* _Goal of the exercise_: Write out every line from the listing below where the string "Above" is found.
════════════════════
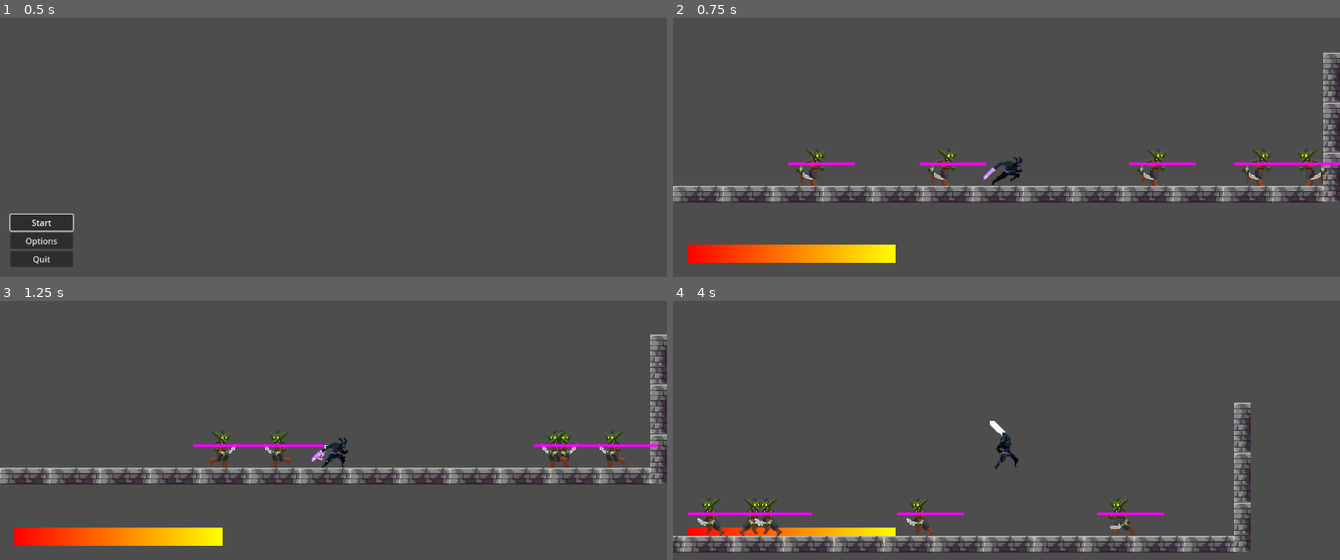
Above: before the commit, frames 1-4 (two rows, left to right).
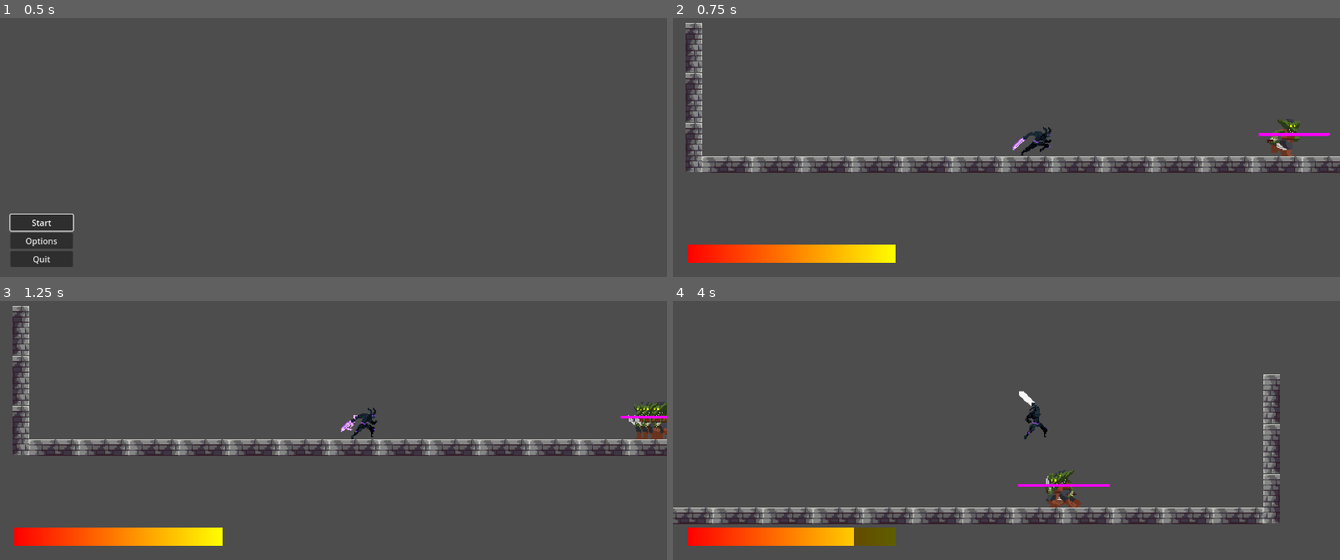
Above: after the commit, the same moments.

Repository: itsvoit/Games_Programming-Final_Project
Game: Godot game, scene res://scenes/ui/main_menu.tscn
Two runs of this game, one before a commit and one after it. Both use one fixed random seed, a clock stepped at 60 frames per second and the inputs below.
Inputs:
- Up to frame 1 (0.5 s): no input
- Up to frame 2 (0.75 s): click "Start" at 0.5 s
- Up to frame 3 (1.25 s): no input
- Up to frame 4 (4 s): hold Right (move_right) 1.28-2.78 s; tap C (dash) at 1.35, 2.85 s; tap Z (jump) at 1.52, 2.27, 3.77 s; tap X (light_attack) at 2.1, 3.6 s; hold Left (move_left) 2.78-3.53 s; hold Right (move_right) from 3.53 s (still down)

Frame 1 is identical in both runs. In frame 2, 10% of the frame differs, in the area x 0-100%, y 1-72%; in frame 3, 9.5%; in frame 4, 10%.

Commit message:
Created GameController, fixed enemy interactions
Added healthbar
Created GameController
Enemies no longer hit each other
Separated camera from player

Diff:
--- /dev/null
+++ b/assets/textures/healthBar/health_gone_gradient_texture.tres
@@ -0,0 +1,8 @@
+[gd_resource type="GradientTexture1D" load_steps=2 format=3 uid="uid://b0yehhf1gud2h"]
+
+[sub_resource type="Gradient" id="Gradient_oc858"]
+colors = PackedColorArray(0.474797, 1.11302e-06, 3.60981e-07, 1, 0.372348, 0.372348, 9.62615e-08, 1)
+
+[resource]
+gradient = SubResource("Gradient_oc858")
+width = 400
--- /dev/null
+++ b/assets/textures/healthBar/health_gradient_texture.tres
@@ -0,0 +1,8 @@
+[gd_resource type="GradientTexture1D" load_steps=2 format=3 uid="uid://b0mwemrdku7ry"]
+
+[sub_resource type="Gradient" id="Gradient_oc858"]
+colors = PackedColorArray(1, 0, 0, 1, 1, 1, 0, 1)
+
+[resource]
+gradient = SubResource("Gradient_oc858")
+width = 400
--- /dev/null
+++ b/assets/textures/healthBar/white_gradient_texture.tres
@@ -0,0 +1,8 @@
+[gd_resource type="GradientTexture1D" load_steps=2 format=3 uid="uid://cciletr2jlrqs"]
+
+[sub_resource type="Gradient" id="Gradient_bq6m6"]
+colors = PackedColorArray(1, 1, 1, 1, 1, 1, 1, 1)
+
+[resource]
+gradient = SubResource("Gradient_bq6m6")
+width = 400
--- a/project.godot
+++ b/project.godot
@@ -14,6 +14,10 @@
 run/main_scene="res://scenes/ui/main_menu.tscn"
 config/features=PackedStringArray("4.2", "Forward Plus")
 config/icon="res://assets/icon.svg"
+
+[autoload]
+
+GameController="*res://scenes/game_controller.tscn"
 
 [display]
 
--- /dev/null
+++ b/scenes/camera.tscn
@@ -0,0 +1,18 @@
+[gd_scene load_steps=4 format=3 uid="uid://bwh2j4610rv5c"]
+
+[ext_resource type="Script" path="res://scripts/camera.gd" id="1_0xlk7"]
+[ext_resource type="PackedScene" uid="uid://dj11uyhulmdl3" path="res://scenes/ui/gui.tscn" id="1_awpwy"]
+[ext_resource type="PackedScene" uid="uid://cswmon5783q3u" path="res://scenes/ui/pause_menu.tscn" id="2_d380f"]
+
+[node name="CameraWithUi" type="Camera2D"]
+position = Vector2(0, -28.5)
+zoom = Vector2(2, 2)
+script = ExtResource("1_0xlk7")
+
+[node name="GUI" parent="." instance=ExtResource("1_awpwy")]
+scale = Vector2(0.5, 0.5)
+metadata/_edit_use_anchors_ = true
+
+[node name="Pause_menu" parent="." instance=ExtResource("2_d380f")]
+scale = Vector2(0.5, 0.5)
+metadata/_edit_use_anchors_ = true
--- a/scenes/enemies/goblin.tscn
+++ b/scenes/enemies/goblin.tscn
@@ -202,7 +202,7 @@
 }],
 "loop": false,
 "name": &"attack",
-"speed": 8.0
+"speed": 16.0
 }, {
 "frames": [{
 "duration": 1.0,
@@ -338,10 +338,38 @@
 size = Vector2(286, 38)
 
 [sub_resource type="RectangleShape2D" id="RectangleShape2D_sk05w"]
-size = Vector2(60, 34)
+size = Vector2(52, 34)
+
+[sub_resource type="Animation" id="Animation_fykyc"]
+length = 0.001
+tracks/0/type = "value"
+tracks/0/imported = false
+tracks/0/enabled = true
+tracks/0/path = NodePath("Hitbox/CollisionShape2D:disabled")
+tracks/0/interp = 1
+tracks/0/loop_wrap = true
+tracks/0/keys = {
+"times": PackedFloat32Array(0),
+"transitions": PackedFloat32Array(1),
+"update": 1,
+"values": [true]
+}
+tracks/1/type = "value"
+tracks/1/imported = false
+tracks/1/enabled = true
+tracks/1/path = NodePath("CollisionShape2D:disabled")
+tracks/1/interp = 1
+tracks/1/loop_wrap = true
+tracks/1/keys = {
+"times": PackedFloat32Array(0),
+"transitions": PackedFloat32Array(1),
+"update": 1,
+"values": [false]
+}
 
 [sub_resource type="Animation" id="Animation_ab5bp"]
 resource_name = "attack"
+length = 0.5
 tracks/0/type = "method"
 tracks/0/imported = false
 tracks/0/enabled = true
@@ -363,37 +391,10 @@
 tracks/1/interp = 1
 tracks/1/loop_wrap = true
 tracks/1/keys = {
-"times": PackedFloat32Array(0.7, 0.8),
+"times": PackedFloat32Array(0.4, 0.45),
 "transitions": PackedFloat32Array(1, 1),
 "update": 1,
 "values": [false, true]
-}
-
-[sub_resource type="Animation" id="Animation_fykyc"]
-length = 0.001
-tracks/0/type = "value"
-tracks/0/imported = false
-tracks/0/enabled = true
-tracks/0/path = NodePath("Hitbox/CollisionShape2D:disabled")
-tracks/0/interp = 1
-tracks/0/loop_wrap = true
-tracks/0/keys = {
-"times": PackedFloat32Array(0),
-"transitions": PackedFloat32Array(1),
-"update": 1,
-"values": [true]
-}
-tracks/1/type = "value"
-tracks/1/imported = false
-tracks/1/enabled = true
-tracks/1/path = NodePath("CollisionShape2D:disabled")
-tracks/1/interp = 1
-tracks/1/loop_wrap = true
-tracks/1/keys = {
-"times": PackedFloat32Array(0),
-"transitions": PackedFloat32Array(1),
-"update": 1,
-"values": [false]
 }
 
 [sub_resource type="Animation" id="Animation_p77tb"]
--- /dev/null
+++ b/scenes/game_controller.tscn
@@ -0,0 +1,10 @@
+[gd_scene load_steps=3 format=3 uid="uid://cg32ptwq6wibt"]
+
+[ext_resource type="Script" path="res://scripts/gameController.gd" id="1_fx51l"]
+[ext_resource type="PackedScene" uid="uid://smsnbk2vtu5g" path="res://scenes/utilities/health.tscn" id="2_r1r53"]
+
+[node name="GameController" type="Node"]
+script = ExtResource("1_fx51l")
+
+[node name="PlayerHealth" parent="." instance=ExtResource("2_r1r53")]
+health = 100.0
--- a/scenes/main_scene.tscn
+++ b/scenes/main_scene.tscn
@@ -1,19 +1,16 @@
-[gd_scene load_steps=8 format=3 uid="uid://rohs0t7a1q8g"]
+[gd_scene load_steps=5 format=3 uid="uid://rohs0t7a1q8g"]
 
 [ext_resource type="TileSet" uid="uid://di6twf0fhokdg" path="res://assets/Tilesets/night.tres" id="1_2ah0h"]
 [ext_resource type="PackedScene" uid="uid://wegljpb1j3bi" path="res://scenes/player.tscn" id="1_a2b2v"]
-[ext_resource type="Script" path="res://scripts/gameController.gd" id="1_ajcy8"]
+[ext_resource type="PackedScene" uid="uid://bwh2j4610rv5c" path="res://scenes/camera.tscn" id="2_ui0ux"]
 [ext_resource type="PackedScene" uid="uid://dc5pxok3hr3fp" path="res://scenes/enemies/goblin.tscn" id="3_nrg8f"]
-[ext_resource type="PackedScene" uid="uid://cww6xerf2l2ao" path="res://scenes/enemies/mushroom.tscn" id="4_mskgp"]
-[ext_resource type="PackedScene" uid="uid://bh2xmw3yowske" path="res://scenes/enemies/skeleton.tscn" id="5_orlsn"]
-[ext_resource type="PackedScene" uid="uid://buvdpfc43fjrn" path="res://scenes/enemies/flying_eye.tscn" id="6_ni32v"]
 
 [node name="Main_scene" type="Node2D"]
 
-[node name="GameController" type="Node" parent="."]
-script = ExtResource("1_ajcy8")
+[node name="Level" type="Node2D" parent="."]
 
-[node name="Level" type="Node2D" parent="."]
+[node name="CameraWithUi" parent="Level" node_paths=PackedStringArray("player") instance=ExtResource("2_ui0ux")]
+player = NodePath("../Player")
 
 [node name="Player" parent="Level" instance=ExtResource("1_a2b2v")]
 position = Vector2(0, -47)
@@ -27,16 +24,19 @@
 position = Vector2(220, 32)
 
 [node name="Goblin2" parent="Level" instance=ExtResource("3_nrg8f")]
-position = Vector2(119, 32)
+position = Vector2(220, 32)
 
 [node name="Goblin3" parent="Level" instance=ExtResource("3_nrg8f")]
-position = Vector2(275, 32)
+position = Vector2(220, 32)
 
 [node name="Goblin4" parent="Level" instance=ExtResource("3_nrg8f")]
-position = Vector2(-82, 32)
+position = Vector2(220, 32)
 
 [node name="Goblin5" parent="Level" instance=ExtResource("3_nrg8f")]
 position = Vector2(220, 32)
 
 [node name="Goblin6" parent="Level" instance=ExtResource("3_nrg8f")]
-position = Vector2(-208, 32)
+position = Vector2(220, 32)
+
+[node name="Goblin7" parent="Level" instance=ExtResource("3_nrg8f")]
+position = Vector2(220, 32)
--- a/scenes/player.tscn
+++ b/scenes/player.tscn
@@ -1,11 +1,9 @@
-[gd_scene load_steps=12 format=3 uid="uid://wegljpb1j3bi"]
+[gd_scene load_steps=11 format=3 uid="uid://wegljpb1j3bi"]
 
 [ext_resource type="Script" path="res://scripts/player.gd" id="1_qagni"]
-[ext_resource type="PackedScene" uid="uid://smsnbk2vtu5g" path="res://scenes/utilities/health.tscn" id="2_5t50w"]
 [ext_resource type="PackedScene" uid="uid://buexi1thq5fbt" path="res://scenes/utilities/hitbox.tscn" id="3_7whgn"]
+[ext_resource type="Script" path="res://scripts/hurtbox.gd" id="4_8lvo8"]
 [ext_resource type="SpriteFrames" uid="uid://x4blu2ugmf1g" path="res://assets/SpriteFrames/demon_frames.tres" id="4_u76e3"]
-[ext_resource type="PackedScene" uid="uid://dj11uyhulmdl3" path="res://scenes/ui/gui.tscn" id="5_gwa7m"]
-[ext_resource type="PackedScene" uid="uid://cswmon5783q3u" path="res://scenes/ui/pause_menu.tscn" id="6_chwpl"]
 
 [sub_resource type="RectangleShape2D" id="RectangleShape2D_oh61v"]
 size = Vector2(61.7054, 88.6464)
@@ -77,19 +75,19 @@
 
 [sub_resource type="CapsuleShape2D" id="CapsuleShape2D_wu4cr"]
 radius = 8.0
+height = 26.0
+
+[sub_resource type="CapsuleShape2D" id="CapsuleShape2D_wgt58"]
+radius = 8.0
 height = 24.0
-
-[sub_resource type="CapsuleShape2D" id="CapsuleShape2D_on585"]
-radius = 8.0
-height = 22.0
 
 [node name="Player" type="CharacterBody2D"]
 position = Vector2(0, -64)
+collision_layer = 8
 script = ExtResource("1_qagni")
 
-[node name="Health" parent="." instance=ExtResource("2_5t50w")]
-
 [node name="Hitbox" parent="." instance=ExtResource("3_7whgn")]
+collision_on_layer = 16
 damage = 50.0
 
 [node name="CollisionShape2D" type="CollisionShape2D" parent="Hitbox"]
@@ -113,16 +111,11 @@
 position = Vector2(1, 51)
 shape = SubResource("CapsuleShape2D_wu4cr")
 
-[node name="Camera2D" type="Camera2D" parent="."]
-position = Vector2(0, -28.5)
-zoom = Vector2(2, 2)
+[node name="Hurtbox" type="Area2D" parent="."]
+script = ExtResource("4_8lvo8")
 
-[node name="GUI" parent="Camera2D" instance=ExtResource("5_gwa7m")]
-scale = Vector2(0.5, 0.5)
-metadata/_edit_use_anchors_ = true
-
-[node name="Pause_menu" parent="Camera2D" instance=ExtResource("6_chwpl")]
-scale = Vector2(0.5, 0.5)
-metadata/_edit_use_anchors_ = true
+[node name="CollisionShape2D" type="CollisionShape2D" parent="Hurtbox"]
+position = Vector2(1, 51)
+shape = SubResource("CapsuleShape2D_wgt58")
 
 [connection signal="animation_finished" from="AnimatedSprite2D" to="." method="_on_animated_sprite_2d_animation_finished"]
--- a/scenes/ui/gui.tscn
+++ b/scenes/ui/gui.tscn
@@ -1,13 +1,8 @@
 [gd_scene load_steps=4 format=3 uid="uid://dj11uyhulmdl3"]
 
 [ext_resource type="Script" path="res://scripts/ui/gui.gd" id="1_rl5l6"]
-
-[sub_resource type="Gradient" id="Gradient_oc858"]
-colors = PackedColorArray(1, 0, 0, 1, 1, 1, 0, 1)
-
-[sub_resource type="GradientTexture1D" id="GradientTexture1D_ult7x"]
-gradient = SubResource("Gradient_oc858")
-width = 400
+[ext_resource type="Texture2D" uid="uid://b0yehhf1gud2h" path="res://assets/textures/healthBar/health_gone_gradient_texture.tres" id="2_nw1jl"]
+[ext_resource type="Texture2D" uid="uid://b0mwemrdku7ry" path="res://assets/textures/healthBar/health_gradient_texture.tres" id="3_p2d2k"]
 
 [node name="GUI" type="Control"]
 layout_mode = 3
@@ -28,4 +23,5 @@
 offset_bottom = 333.0
 value = 100.0
 nine_patch_stretch = true
-texture_progress = SubResource("GradientTexture1D_ult7x")
+texture_under = ExtResource("2_nw1jl")
+texture_progress = ExtResource("3_p2d2k")
--- a/scripts/Pause_menu.gd
+++ b/scripts/Pause_menu.gd
@@ -34,7 +34,7 @@
 
 
 # Called every frame. 'delta' is the elapsed time since the previous frame.
-func _process(delta):
+func _process(_delta):
 	if Input.is_action_just_pressed("pause"):
 		show()
 		_show_navigation()
--- /dev/null
+++ b/scripts/camera.gd
@@ -0,0 +1,16 @@
+extends Camera2D
+
+@export var player: Player
+@export var verticalOffset: float = -28
+@export var horizontalOffset: float = 0
+
+# Called when the node enters the scene tree for the first time.
+func _ready():
+	pass # Replace with function body.
+
+
+# Called every frame. 'delta' is the elapsed time since the previous frame.
+func _process(_delta):
+	position = player.position
+	position.x += verticalOffset
+	position.y += horizontalOffset
--- a/scripts/enemy.gd
+++ b/scripts/enemy.gd
@@ -6,6 +6,7 @@
 @onready var follow_range = $FollowArea
 @onready var attack_range = $AttackRange
 @onready var hitbox = $Hitbox
+@onready var hurtbox = $Hurtbox
 
 var is_dead = false
 var is_taking_damage = false
@@ -16,7 +17,9 @@
 var direction: int = 1
 var last_patrol_direction: int = 1
 var current_speed: float = 0
-
+var last_attack: float = -1000000
+
+@export var attack_cooldown: float = 1
 @export var speed = 150
 @export var speed_variance = 50
 
@@ -32,21 +35,23 @@
 
 var current_state = State.IDLE
 
-const debug: bool = true
+const debug: bool = false
 
 func _ready():
 	health.connect("entity_died", _on_health_entity_died)
 	health.connect("taken_damage", _on_health_taken_damage)
 	follow_range.connect("body_entered", _start_follow_player)
 	follow_range.connect("body_exited", _stop_follow_player)
-	follow_range.collision_mask = pow(2, 3)
-	follow_range.collision_layer = pow(2, 3)
+	follow_range.set_collision_mask_value(4, 1)
 	attack_range.connect("body_entered", _in_attack_range)
 	attack_range.connect("body_exited", _not_in_attack_range)
-	attack_range.collision_mask = pow(2, 3)
-	attack_range.collision_layer = pow(2, 3)
+	attack_range.set_collision_mask_value(4, 1)
+
 	collision_mask = 1
-	speed = speed + (get_rand_direction() * randi_range(0, speed_variance) / 100)
+	hurtbox.set_collision_mask_value(5, 1)
+	hurtbox.set_collision_mask_value(2, 0)
+	hitbox.set_collision_layer_value(2, 1)
+	speed = speed + (get_rand_direction() * randi_range(0, speed_variance))
 
 
 func get_rand_direction() -> int:
@@ -73,10 +78,13 @@
 	move_and_slide()
 
 func state_idle():
+	animated_sprite.play("idle")
+	if is_following_player and in_attack_range and not _can_attack():
+		return
 	direction = last_patrol_direction
 	current_state = State.PATROL
 
-func state_patrol(delta: float):
+func state_patrol(_delta: float):
 	last_patrol_direction = direction
 	if is_following_player:
 		# found player, follow him
@@ -87,7 +95,7 @@
 			direction *= -1
 		physics_move()
 
-func state_follow(delta: float):
+func state_follow(_delta: float):
 	if in_attack_range:
 		# try to attack
 		current_state = State.ATTACK
@@ -115,12 +123,17 @@
 		else:
 			if direction > 0 and hitbox.position.x < 0 or direction < 0 and hitbox.position.x > 0:
 				hitbox.position.x *= -1
-			animation_player.play("attack")
+			if _can_attack():
+				animation_player.play("attack")
+				last_attack = Time.get_ticks_msec()
+			else:
+				current_state = State.IDLE
 
 func state_hurt():
 	if not is_taking_damage:
 		is_taking_damage = true
 		animated_sprite.play("hurt")
+		print(str(owner) + " HURT")
 	elif not animated_sprite.is_playing():
 		is_taking_damage = false
 		current_state = State.IDLE
@@ -158,39 +171,6 @@
 				print("State DEAD")
 			state_dead()
 
-	#if is_on_wall():
-		#direction *= -1
-		#print(str(owner) + " changed direction, new direction=" + str(direction))
-	#
-	#if not is_dead and not animation_player.is_playing():
-		#if is_following_player and not in_attack_range:
-			#direction = -1 if player_to_follow.position.x < position.x else 1
-		#elif is_following_player and in_attack_range:
-			#animation_player.play("attack")
-			#print("attack")
-		#
-		#if not is_taking_damage:
-			#if velocity.x == 0:
-				#animated_sprite.play("idle")
-			#else:
-				#animated_sprite.play("run")
-		#elif not animated_sprite.is_playing():
-			#print("finished taking damage")
-			#is_taking_damage = false
-			#direction = 1 if not animated_sprite.flip_h else -1
-		#else:
-			#direction = 0
-	#else:
-		#direction = 0
-	#
-	#if direction > 0 and hitbox.position.x < 0 or direction < 0 and hitbox.position.x > 0:
-		#hitbox.position.x *= -1
-	#
-	#current_speed = direction * speed
-	#animated_sprite.flip_h = direction < 0 if direction != 0 else not bool(direction)
-	#velocity.x = current_speed
-	#
-	#move_and_slide()
 
 # damage functions and callback
 func take_damage(value):
@@ -199,8 +179,11 @@
 func _on_health_entity_died():
 	current_state = State.DEAD
 
-func _on_health_taken_damage(value):
+func _on_health_taken_damage(_value):
 	current_state = State.HURT
+
+func _can_attack() -> bool:
+	return last_attack + (attack_cooldown*1000) <= Time.get_ticks_msec()
 
 # ai signal callbacks
 func _start_follow_player(player: Player):
@@ -211,7 +194,6 @@
 	if debug:
 		print("following player")
 
-
 func _stop_follow_player(player: Player):
 	if player == null or not is_following_player:
 		return
--- a/scripts/gameController.gd
+++ b/scripts/gameController.gd
@@ -1,5 +1,41 @@
 extends Node
 
-@onready var player = $"../Level/Player"
+# global events
+signal updateUi
+signal playerTakeDamage(value)
+signal playerHeal(value)
+signal playerDie
 
-@export var player_health = 100
+@onready var player_health = $PlayerHealth
+
+func _ready():
+	player_health.connect("entity_died", _player_died)
+	player_health.connect("taken_damage", _player_took_damage)
+
+# public functions
+
+# deal damage or heal
+func playerChangeHealth(value: float) -> void:
+	if value < 0:
+		playerTakeDamage.emit(value)
+		player_health.take_damage(-value)
+	elif value > 0:
+		playerHeal.emit(value)
+		player_health.heal(value)
+	updateUi.emit()
+
+func playerGetHealth() -> Health:
+	return player_health
+
+# private functions
+
+func _foo():
+	pass
+
+# callbacks
+
+func _player_died():
+	playerDie.emit()
+
+func _player_took_damage(value):
+	pass
--- a/scripts/health.gd
+++ b/scripts/health.gd
@@ -7,9 +7,13 @@
 signal entity_died()
 
 # Exported variables
-@export var health: float = 100:
+@export var max_health: float = 100:
 	set(value):
-		health = clamp(value, 0, 100)
+		max_health = max(0, value)
+
+@export var health: float = max_health:
+	set(value):
+		health = clamp(value, 0, max_health)
 
 @export var armor: float = 0:
 	set(value):
--- a/scripts/player.gd
+++ b/scripts/player.gd
@@ -1,10 +1,13 @@
 class_name Player
 extends CharacterBody2D
 
+signal takenDamage(value)
+signal died
+
 @onready var animated_sprite = $AnimatedSprite2D
 @onready var animation_player = $AnimationPlayer
-@onready var hitbox = $Hitbox/CollisionShape2D
-@onready var health = $Health
+@onready var hitbox = $Hitbox
+@onready var hurtbox = $Hurtbox
 
 const SPEED = 200.0
 const ATTACK_SPEED_DEBUFF = 150.0
@@ -18,8 +21,11 @@
 
 
 func _ready():
-	health.connect("taken_damage", _taken_damage)
-	health.connect("entitiy_died", _die)
+	GameController.connect("playerDie", _died)
+	hitbox.collision_layer = 1 << 5-1  # deal damage on layer 5
+	hurtbox.collision_mask = 1 << 2-1  # get hit on layer 2
+	collision_layer = 1 << 4-1  # get recognised on layer 4
+	collision_mask = 1 << 1-1  # collide with world on layer 1
 
 
 func _physics_process(delta):
@@ -72,13 +78,12 @@
 	move_and_slide()
 
 func take_damage(value: float):
-	health.take_damage(value)
+	GameController.playerChangeHealth(-value)
 
 func attack_anim_finished():
 	is_attacking = false
 
-func _taken_damage():
+func _died():
 	pass
-
-func _die():
-	pass
+	# other died code
+	# animation
--- a/scripts/ui/gui.gd
+++ b/scripts/ui/gui.gd
@@ -2,20 +2,14 @@
 
 @onready var health_bar = $TextureProgressBar
 
-@export var max_health = 100:
-	set(value):
-		max_health = max(0, value)
+func _ready():
+	GameController.connect("updateUi", _update_gui)
 
-@export var health = max_health:
-	set(value):
-		health = clamp(value, 0, max_health)
-
-func change_health(value: float) -> void:
-	health += value
-	_update_gui()
 
 func _update_gui():
 	_update_health_bar()
 
 func _update_health_bar():
-	health_bar.value = health
+	var health: Health = GameController.playerGetHealth()
+	health_bar.max_value = health.max_health
+	health_bar.value = health.health
════════════════════
* _Answer to this task_:
Above: before the commit, frames 1-4 (two rows, left to right).
Above: after the commit, the same moments.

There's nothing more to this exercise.